No coração do Brasil, onde o Cerrado se estende em um mar de vegetação ondulante, a paisagem é pintada em grande parte pelas gramíneas. Entre elas, uma se destaca como a rainha soberana, a espécie que define a cor, a textura e a própria alma dos campos limpos: o Capim-fiapo, cientificamente conhecido como Trachypogon spicatus. Seu nome popular, “Capim-fiapo”, é uma descrição perfeita de suas longas e delicadas aristas, os “fios” ou “fiapos” que adornam suas sementes e que dançam com a brisa, conferindo à planta uma aparência leve e etérea. Em outras regiões, ele compartilha nomes como Capim-flecha ou Barba-de-bode, nomes frequentemente dados a capins com aristas longas e proeminentes. Conhecer o Capim-fiapo é entender a essência do Cerrado, é apreciar a beleza que se revela não em uma única flor, mas na imensidão de um campo dourado que se estende até onde a vista alcança.

A nomenclatura científica, Trachypogon spicatus (L.f.) Kuntze, nos oferece um retrato preciso de sua identidade. O gênero Trachypogon deriva do grego, da junção de “trachys” (áspero) e “pogon” (barba), significando “barba áspera”, uma alusão às suas inflorescências pilosas. O epíteto específico, spicatus, vem do latim e significa “em forma de espiga”, descrevendo a forma de seus racemos. A história taxonômica da espécie é longa e complexa, refletindo sua vasta distribuição e variabilidade. Ela já foi classificada no grande gênero *Andropogon*, e um de seus sinônimos mais conhecidos, *Trachypogon plumosus*, significa “plumoso”, outra bela descrição de suas inflorescências. Estudar o Capim-fiapo é valorizar a base da pirâmide ecológica do Cerrado. É reconhecer que esta gramínea, muitas vezes vista apenas como “pasto”, é na verdade um engenheiro de ecossistemas, um protetor do solo, um protagonista no ciclo do fogo e o elemento que cria a paisagem que nós tanto associamos ao coração do Brasil.

Aparência: Como reconhecer o Capim-fiapo

A identificação do Capim-fiapo é o reconhecimento da gramínea que é a face mais comum do Cerrado. A Trachypogon spicatus é uma gramínea perene, de porte robusto, que cresce formando grandes e densas touceiras (hábito cespitoso). Sua base é forte e compacta, uma adaptação para resistir ao pastejo e, principalmente, ao fogo. As folhas são longas e finas, de consistência firme, e se concentram na base da planta. Durante a estação chuvosa, a planta exibe uma coloração verde, muitas vezes com tons azulados.
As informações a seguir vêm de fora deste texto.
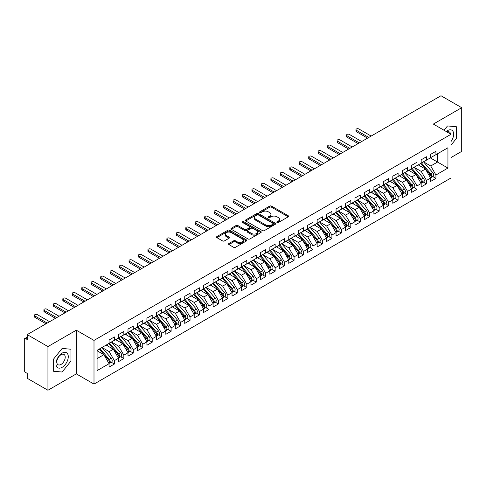 <?xml version="1.0" encoding="UTF-8"?>
<svg xmlns="http://www.w3.org/2000/svg" width="486" height="486" viewBox="0 0 486 486"><rect width="100%" height="100%" fill="white"/><g stroke="black" fill="none" stroke-linecap="round" stroke-linejoin="round"><path stroke-width="0.73" d="M277.075 222.515A0.917 0.529 0 0 0 278.375 222.515L288.234 216.817A1.312 0.759 0 0 0 288.617 216.282A1.312 0.759 0 0 0 288.234 215.748L271.528 206.1A1.312 0.759 0 0 0 269.669 206.1L259.81 211.793A0.917 0.529 0 0 0 259.536 212.169A0.917 0.529 0 0 0 259.81 212.546A0.917 0.529 0 0 0 261.103 212.546L262.385 211.805A4.204 2.424 0 0 1 268.327 211.805L269.718 212.613A4.204 2.424 0 0 1 270.945 214.326A4.204 2.424 0 0 1 269.718 216.039L268.442 216.78A0.917 0.529 0 0 0 268.169 217.151A0.917 0.529 0 0 0 268.442 217.528A0.917 0.529 0 0 0 269.742 217.528L271.018 216.792A4.204 2.424 0 0 1 276.959 216.792L278.35 217.594A4.204 2.424 0 0 1 279.578 219.308A4.204 2.424 0 0 1 278.35 221.027L277.075 221.762A0.917 0.529 0 0 0 276.801 222.138A0.917 0.529 0 0 0 277.075 222.515L277.075 221.762M228.918 243.51A1.312 0.759 0 0 0 228.535 244.045A1.312 0.759 0 0 0 228.918 244.58L233.608 247.289A1.312 0.759 0 0 0 235.461 247.289L246.414 240.965A1.312 0.759 0 0 0 246.803 240.424A1.312 0.759 0 0 0 246.414 239.89L229.708 230.243A1.312 0.759 0 0 0 227.849 230.243L216.896 236.567A1.312 0.759 0 0 0 216.513 237.101A1.312 0.759 0 0 0 216.896 237.642L222.558 240.91A1.312 0.759 0 0 0 224.417 240.91L229.1 238.201A1.312 0.759 0 0 0 229.489 237.666A1.312 0.759 0 0 0 229.1 237.132L226.294 235.51A3.511 2.029 0 0 1 225.267 234.076A3.511 2.029 0 0 1 227.436 232.205A3.511 2.029 0 0 1 231.263 232.642L242.259 238.99A3.511 2.029 0 0 1 243.292 240.424A3.511 2.029 0 0 1 241.123 242.301A3.511 2.029 0 0 1 237.296 241.858L235.461 240.801A1.312 0.759 0 0 0 233.608 240.801L228.918 243.51L228.918 244.58M451.014 157.549L461.7 151.377L461.7 107.698L440.99 95.742L27.234 334.623L27.234 339.532L25.722 338.663A2.005 1.16 -120 0 0 24.713 338.56A2.005 1.16 -120 0 0 24.3 339.477L24.3 370.059A2.005 1.16 -120 0 0 25.722 372.513L27.234 373.388L27.234 378.302L47.944 390.258L76.314 373.88L93.998 384.092L93.998 340.407L76.314 330.201L47.944 346.579L27.234 334.623M461.7 107.698L433.33 124.076L451.014 134.288L93.998 340.407M262.476 230.619A1.312 0.759 0 0 0 264.329 230.619L275.289 224.295A1.312 0.759 0 0 0 275.671 223.76A1.312 0.759 0 0 0 275.289 223.226L258.576 213.579A1.312 0.759 0 0 0 256.717 213.579L245.764 219.903A1.312 0.759 0 0 0 245.381 220.437A1.312 0.759 0 0 0 245.764 220.972L262.476 230.619M242.933 222.71A0.917 0.529 0 0 1 243.863 222.843L243.863 221.75L260.848 231.555A1.312 0.759 0 0 1 261.237 232.095A1.312 0.759 0 0 1 260.848 232.63L249.895 238.954A1.312 0.759 0 0 1 248.042 238.954L231.33 229.307L236.02 226.622L236.02 225.528L231.33 228.232A1.312 0.759 0 0 0 230.947 228.772A1.312 0.759 0 0 0 231.33 229.307L231.33 228.232M236.02 226.622A1.312 0.759 0 0 1 237.873 226.622L237.873 225.528A1.312 0.759 0 0 0 236.02 225.528M237.873 225.528L244.652 229.441A1.312 0.759 0 0 0 246.511 229.441L249.616 227.642A1.312 0.759 0 0 0 250.004 227.108A1.312 0.759 0 0 0 249.616 226.573L242.563 222.497A0.917 0.529 0 0 1 242.295 222.126A0.917 0.529 0 0 1 242.86 221.634A0.917 0.529 0 0 1 243.863 221.75M93.998 384.092L451.014 177.973L451.014 134.288M430.347 157.901L447.94 168.059L447.94 147.75L435.93 154.682L435.93 151.298L430.632 154.354L430.632 157.737L426.471 160.143L426.471 156.759L421.174 159.815L421.174 163.199L417.012 165.605L417.012 162.215L411.721 165.276L411.721 168.66L407.56 171.06L407.56 167.676L402.262 170.738L402.262 174.122L398.101 176.521L398.101 173.138L392.803 176.193L392.803 179.583L388.642 181.983L388.642 178.599L383.345 181.655L383.345 185.038L379.183 187.444L379.183 184.06L373.892 187.116L373.892 190.5L369.731 192.906L369.731 189.516L364.433 192.578L364.433 195.961L360.272 198.361L360.272 194.977L354.974 198.033L354.974 201.423L350.813 203.822L350.813 200.439L345.516 203.494L345.516 206.884L341.354 209.284L341.354 205.9L336.057 208.956L336.057 212.339L331.902 214.745L331.902 211.361L326.604 214.417L326.604 217.801L322.443 220.207L322.443 216.817L317.145 219.879L317.145 223.262L312.984 225.662L312.984 222.278L307.687 225.334L307.687 228.724L303.525 231.123L303.525 227.74L298.228 230.795L298.228 234.179L294.066 236.585L294.066 233.201L288.775 236.257L288.775 239.641L284.614 242.046L284.614 238.656L279.316 241.718L279.316 245.102L275.155 247.502L275.155 244.118L269.858 247.18L269.858 250.563L265.696 252.963L265.696 249.579L260.399 252.635L260.399 256.025L256.237 258.424L256.237 255.041L250.946 258.096L250.946 261.48L246.785 263.886L246.785 260.502L241.487 263.558L241.487 266.942L237.326 269.347L237.326 265.957L232.029 269.019L232.029 272.403L227.867 274.803L227.867 271.419L222.57 274.475L222.57 277.864L218.408 280.264L218.408 276.88L213.117 279.936L213.117 283.326L208.956 285.725L208.956 282.342L203.658 285.397L203.658 288.781L199.497 291.187L199.497 287.803L194.2 290.859L194.2 294.243L190.038 296.648L190.038 293.258L184.741 296.32L184.741 299.704L180.579 302.104L180.579 298.72L175.288 301.776L175.288 305.165L171.127 307.565L171.127 304.181L165.829 307.237L165.829 310.621L161.668 313.027L161.668 309.643L156.37 312.698L156.37 316.082L152.209 318.488L152.209 315.098L146.912 318.16L146.912 321.544L142.75 323.943L142.75 320.56L137.459 323.621L137.459 327.005L133.298 329.405L133.298 326.021L128 329.077L128 332.467L123.839 334.866L123.839 331.482L118.541 334.538L118.541 337.922L114.38 340.328L114.38 336.944L109.083 340L109.083 343.383L97.072 350.321L97.072 370.63L109.083 363.698L103.883 354.689L97.072 350.758M447.94 168.059L435.93 174.996L430.73 165.987L423.537 161.838M432.783 176.564L435.93 178.38L435.93 174.996M435.93 178.38L430.632 181.436L430.632 178.052L426.471 180.452L421.271 171.443L414.084 167.293L423.263 178.022L421.277 179.164A2.673 1.543 60 0 1 422.31 181.709A2.673 1.543 60 0 1 421.757 182.93A2.673 1.543 60 0 1 421.326 183.058M423.33 182.025L426.471 183.842L426.471 180.452M426.471 183.842L421.174 186.897L421.174 183.514L417.012 185.913L411.812 176.904L404.625 172.755M413.872 187.487L417.012 189.297L417.012 185.913M417.012 189.297L411.721 192.359L411.721 188.975L407.56 191.375L402.353 182.365L395.167 178.216M404.413 192.948L407.56 194.758L407.56 191.375M407.56 194.758L402.262 197.82L402.262 194.43L398.101 196.836L392.901 187.827L385.708 183.678L394.893 194.4L392.907 195.548A2.673 1.543 60 0 1 393.939 198.088A2.673 1.543 60 0 1 393.387 199.315A2.673 1.543 60 0 1 392.949 199.436M394.954 198.403L398.101 200.22L398.101 196.836M398.101 200.22L392.803 203.276L392.803 199.892L388.642 202.298L383.442 193.288L376.255 189.133L385.434 199.861L383.448 201.004A2.673 1.543 60 0 1 384.481 203.549A2.673 1.543 60 0 1 383.928 204.77A2.673 1.543 60 0 1 383.497 204.898M385.501 203.865L388.642 205.681L388.642 202.298M388.642 205.681L383.345 208.737L383.345 205.353L379.183 207.753L373.983 198.744L366.796 194.594M376.043 209.326L379.183 211.143L379.183 207.753M379.183 211.143L373.892 214.198L373.892 210.815L369.731 213.214L364.524 204.205L357.338 200.056L366.517 210.778L364.536 211.926A2.673 1.543 60 0 1 365.569 214.466A2.673 1.543 60 0 1 365.01 215.693A2.673 1.543 60 0 1 364.579 215.814M366.584 214.788L369.731 216.598L369.731 213.214M369.731 216.598L364.433 219.66L364.433 216.27L360.272 218.676L355.072 209.666L347.879 205.517M357.125 220.243L360.272 222.059L360.272 218.676M360.272 222.059L354.974 225.121L354.974 221.731L350.813 224.137L345.613 215.128L338.426 210.979M347.672 225.704L350.813 227.521L350.813 224.137M350.813 227.521L345.516 230.577L345.516 227.193L341.354 229.599L336.154 220.583L328.967 216.434M338.213 231.166L341.354 232.982L341.354 229.599M341.354 232.982L336.057 236.038L336.057 232.654L331.902 235.054L326.695 226.045L319.509 221.895M328.755 236.627L331.902 238.444L331.902 235.054M331.902 238.444L326.604 241.499L326.604 238.116L322.443 240.515L317.243 231.506L310.05 227.357L319.235 238.079L317.249 239.227A2.673 1.543 60 0 1 318.281 241.767A2.673 1.543 60 0 1 317.729 242.994A2.673 1.543 60 0 1 317.291 243.115M319.296 242.089L322.443 243.899L322.443 240.515M322.443 243.899L317.145 246.961L317.145 243.571L312.984 245.977L307.784 236.968L300.597 232.818L309.776 243.541L307.79 244.689A2.673 1.543 60 0 1 308.823 247.228A2.673 1.543 60 0 1 308.27 248.455A2.673 1.543 60 0 1 307.838 248.577M309.843 247.544L312.984 249.361L312.984 245.977M312.984 249.361L307.687 252.416L307.687 249.032L303.525 251.438L298.325 242.429L291.138 238.28M300.384 253.006L303.525 254.822L303.525 251.438M303.525 254.822L298.228 257.878L298.228 254.494L294.066 256.894L288.866 247.884L281.68 243.735L290.859 254.464L288.878 255.606A2.673 1.543 60 0 1 289.911 258.151A2.673 1.543 60 0 1 289.352 259.372A2.673 1.543 60 0 1 288.921 259.5M290.926 258.467L294.066 260.283L294.066 256.894M294.066 260.283L288.775 263.339L288.775 259.955L284.614 262.355L279.414 253.346L272.221 249.197L281.406 259.919L279.42 261.067A2.673 1.543 60 0 1 280.452 263.612A2.673 1.543 60 0 1 279.9 264.834A2.673 1.543 60 0 1 279.462 264.961M281.467 263.928L284.614 265.739L284.614 262.355M284.614 265.739L279.316 268.801L279.316 265.417L275.155 267.816L269.955 258.807L262.768 254.658M272.014 269.39L275.155 271.2L275.155 267.816M275.155 271.2L269.858 274.262L269.858 270.872L265.696 273.278L260.496 264.269L253.309 260.119L262.489 270.842L260.502 271.99A2.673 1.543 60 0 1 261.535 274.529A2.673 1.543 60 0 1 260.982 275.756A2.673 1.543 60 0 1 260.551 275.878M262.555 274.845L265.696 276.662L265.696 273.278M265.696 276.662L260.399 279.717L260.399 276.334L256.237 278.739L251.037 269.73L243.851 265.575M253.097 280.307L256.237 282.123L256.237 278.739M256.237 282.123L250.946 285.179L250.946 281.795L246.785 284.195L241.578 275.185L234.392 271.036M243.638 285.768L246.785 287.584L246.785 284.195M246.785 287.584L241.487 290.64L241.487 287.256L237.326 289.656L232.126 280.647L224.939 276.498L234.118 287.22L232.132 288.368A2.673 1.543 60 0 1 233.165 290.907A2.673 1.543 60 0 1 232.612 292.135A2.673 1.543 60 0 1 232.18 292.256M234.185 291.229L237.326 293.04L237.326 289.656M237.326 293.04L232.029 296.102L232.029 292.712L227.867 295.117L222.667 286.108L215.48 281.959L224.66 292.681L222.673 293.83A2.673 1.543 60 0 1 223.706 296.369A2.673 1.543 60 0 1 223.153 297.596A2.673 1.543 60 0 1 222.722 297.718M224.726 296.685L227.867 298.501L227.867 295.117M227.867 298.501L222.57 301.563L222.57 298.173L218.408 300.579L213.208 291.57L206.021 287.42M215.268 302.146L218.408 303.963L218.408 300.579M218.408 303.963L213.117 307.018L213.117 303.635L208.956 306.04L203.749 297.025L196.563 292.876L205.748 303.604L203.762 304.746A2.673 1.543 60 0 1 204.794 307.292A2.673 1.543 60 0 1 204.242 308.513A2.673 1.543 60 0 1 203.804 308.64M205.809 307.608L208.956 309.424L208.956 306.04M208.956 309.424L203.658 312.48L203.658 309.096L199.497 311.496L194.297 302.486L187.11 298.337L196.289 309.06L194.303 310.208A2.673 1.543 60 0 1 195.336 312.753A2.673 1.543 60 0 1 194.783 313.974A2.673 1.543 60 0 1 194.345 314.102M196.35 313.069L199.497 314.885L199.497 311.496M199.497 314.885L194.2 317.941L194.2 314.557L190.038 316.957L184.838 307.948L177.651 303.799M186.897 318.53L190.038 320.341L190.038 316.957M190.038 320.341L184.741 323.403L184.741 320.013L180.579 322.418L175.379 313.409L168.192 309.26M177.439 323.986L180.579 325.802L180.579 322.418M180.579 325.802L175.288 328.858L175.288 325.474L171.127 327.88L165.92 318.871L158.734 314.721M167.98 329.447L171.127 331.264L171.127 327.88M171.127 331.264L165.829 334.319L165.829 330.936L161.668 333.335L156.468 324.326L149.281 320.177M158.521 334.909L161.668 336.725L161.668 333.335M161.668 336.725L156.37 339.781L156.37 336.397L152.209 338.797L147.009 329.787L139.822 325.638L149.002 336.361L147.015 337.509A2.673 1.543 60 0 1 148.048 340.054A2.673 1.543 60 0 1 147.495 341.275A2.673 1.543 60 0 1 147.064 341.397M149.068 340.37L152.209 342.18L152.209 338.797M152.209 342.18L146.912 345.242L146.912 341.858L142.75 344.258L137.55 335.249L130.363 331.1M139.61 345.832L142.75 347.642L142.75 344.258M142.75 347.642L137.459 350.704L137.459 347.314L133.298 349.72L128.091 340.71L120.905 336.561L130.09 347.283L128.104 348.432A2.673 1.543 60 0 1 129.136 350.971A2.673 1.543 60 0 1 128.577 352.198A2.673 1.543 60 0 1 128.146 352.32M130.151 351.287L133.298 353.103L133.298 349.72M133.298 353.103L128 356.159L128 352.775L123.839 355.181L118.639 346.172L111.446 342.016L120.631 352.745L118.645 353.887A2.673 1.543 60 0 1 119.678 356.432A2.673 1.543 60 0 1 119.125 357.653A2.673 1.543 60 0 1 118.687 357.781M120.692 356.748L123.839 358.565L123.839 355.181M123.839 358.565L118.541 361.62L118.541 358.237L114.38 360.636L109.18 351.627L101.993 347.478M111.239 362.21L114.38 364.026L114.38 360.636M114.38 364.026L109.083 367.082L109.083 363.698M109.083 343.274L114.38 340.328M97.072 358.619L103.883 354.689M118.541 337.813L123.839 334.866M109.18 351.627L113.341 349.227L106.155 345.078M118.541 358.237L113.341 349.227M128 332.357L133.298 329.405M118.639 346.172L122.8 343.766L115.607 339.617M128 352.775L122.8 343.766M137.459 326.896L142.75 323.943M128.091 340.71L132.253 338.305L125.066 334.155M137.459 347.314L132.253 338.305M146.912 321.434L152.209 318.488M137.55 335.249L141.712 332.849L134.525 328.694M146.912 341.858L141.712 332.849M156.37 315.973L161.668 313.027M147.009 329.787L151.17 327.388L143.984 323.239M156.37 336.397L151.17 327.388M165.829 310.511L171.127 307.565M156.468 324.326L160.629 321.926L153.436 317.777M165.829 330.936L160.629 321.926M175.288 305.056L180.579 302.104M165.92 318.871L170.082 316.465L162.895 312.316M175.288 325.474L170.082 316.465M184.741 299.595L190.038 296.648M175.379 313.409L179.541 311.004L172.354 306.854M184.741 320.013L179.541 311.004M194.2 294.133L199.497 291.187M184.838 307.948L188.999 305.548L181.813 301.399M194.2 314.557L188.999 305.548M203.658 288.672L208.956 285.725M194.297 302.486L198.458 300.087L191.271 295.938M203.658 309.096L198.458 300.087M213.117 283.216L218.408 280.264M203.749 297.025L207.911 294.625L200.724 290.476M213.117 303.635L207.911 294.625M222.57 277.755L227.867 274.803M213.208 291.57L217.37 289.164L210.183 285.015M222.57 298.173L217.37 289.164M232.029 272.294L237.326 269.347M222.667 286.108L226.828 283.703L219.642 279.553M232.029 292.712L226.828 283.703M241.487 266.832L246.785 263.886M232.126 280.647L236.287 278.247L229.1 274.098M241.487 287.256L236.287 278.247M250.946 261.371L256.237 258.424M241.578 275.185L245.74 272.786L238.553 268.637M250.946 281.795L245.74 272.786M260.399 255.915L265.696 252.963M251.037 269.73L255.199 267.324L248.012 263.175M260.399 276.334L255.199 267.324M269.858 250.454L275.155 247.502M260.496 264.269L264.657 261.863L257.471 257.714M269.858 270.872L264.657 261.863M279.316 244.993L284.614 242.046M269.955 258.807L274.116 256.408L266.929 252.252M279.316 265.417L274.116 256.408M288.775 239.531L294.066 236.585M279.414 253.346L283.569 250.946L276.382 246.797M288.775 259.955L283.569 250.946M298.228 234.07L303.525 231.123M288.866 247.884L293.028 245.485L285.841 241.335M298.228 254.494L293.028 245.485M307.687 228.614L312.984 225.662M298.325 242.429L302.486 240.023L295.3 235.874M307.687 249.032L302.486 240.023M317.145 223.153L322.443 220.207M307.784 236.968L311.945 234.562L304.758 230.413M317.145 243.571L311.945 234.562M326.604 217.692L331.902 214.745M317.243 231.506L321.404 229.106L314.211 224.957M326.604 238.116L321.404 229.106M336.057 212.23L341.354 209.284M326.695 226.045L330.857 223.645L323.67 219.496M336.057 232.654L330.857 223.645M345.516 206.775L350.813 203.822M336.154 220.583L340.315 218.184L333.129 214.034M345.516 227.193L340.315 218.184M354.974 201.313L360.272 198.361M345.613 215.128L349.774 212.722L342.587 208.573M354.974 221.731L349.774 212.722M364.433 195.852L369.731 192.906M355.072 209.666L359.233 207.261L352.04 203.112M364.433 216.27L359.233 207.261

É com a chegada da estação seca que o Capim-fiapo se transforma e veste sua cor mais emblemática. As folhas e os colmos (caules) adquirem uma belíssima tonalidade dourada a castanho-avermelhada, e é esta cor que define a paisagem do Cerrado durante a seca, um imenso “mar dourado”. A floração, que ocorre geralmente no final da estação chuvosa, é o evento que lhe confere sua textura e sua graça. Do centro das touceiras, emergem colmos altos e eretos, que podem atingir mais de 1,5 metro de altura. No topo de cada colmo, surge a inflorescência, que é composta por um a seis racemos (espigas) longos e finos. O que torna a inflorescência tão espetacular é a longa e proeminente arista que nasce de uma das espiguetas de cada par. A arista é uma cerda longa, que pode atingir de 3 a 7 cm de comprimento, com a base torcida e a ponta coberta por pelos finos e sedosos. Quando a planta está em flor, estas centenas de aristas plumosas emergem dos racemos, criando um efeito de uma espiga cabeluda, uma “barba-de-bode” ou um “fiapo” delicado. Vistas contra a luz, estas aristas brilham e conferem à paisagem uma textura etérea e um brilho difuso, como uma névoa dourada sobre os campos.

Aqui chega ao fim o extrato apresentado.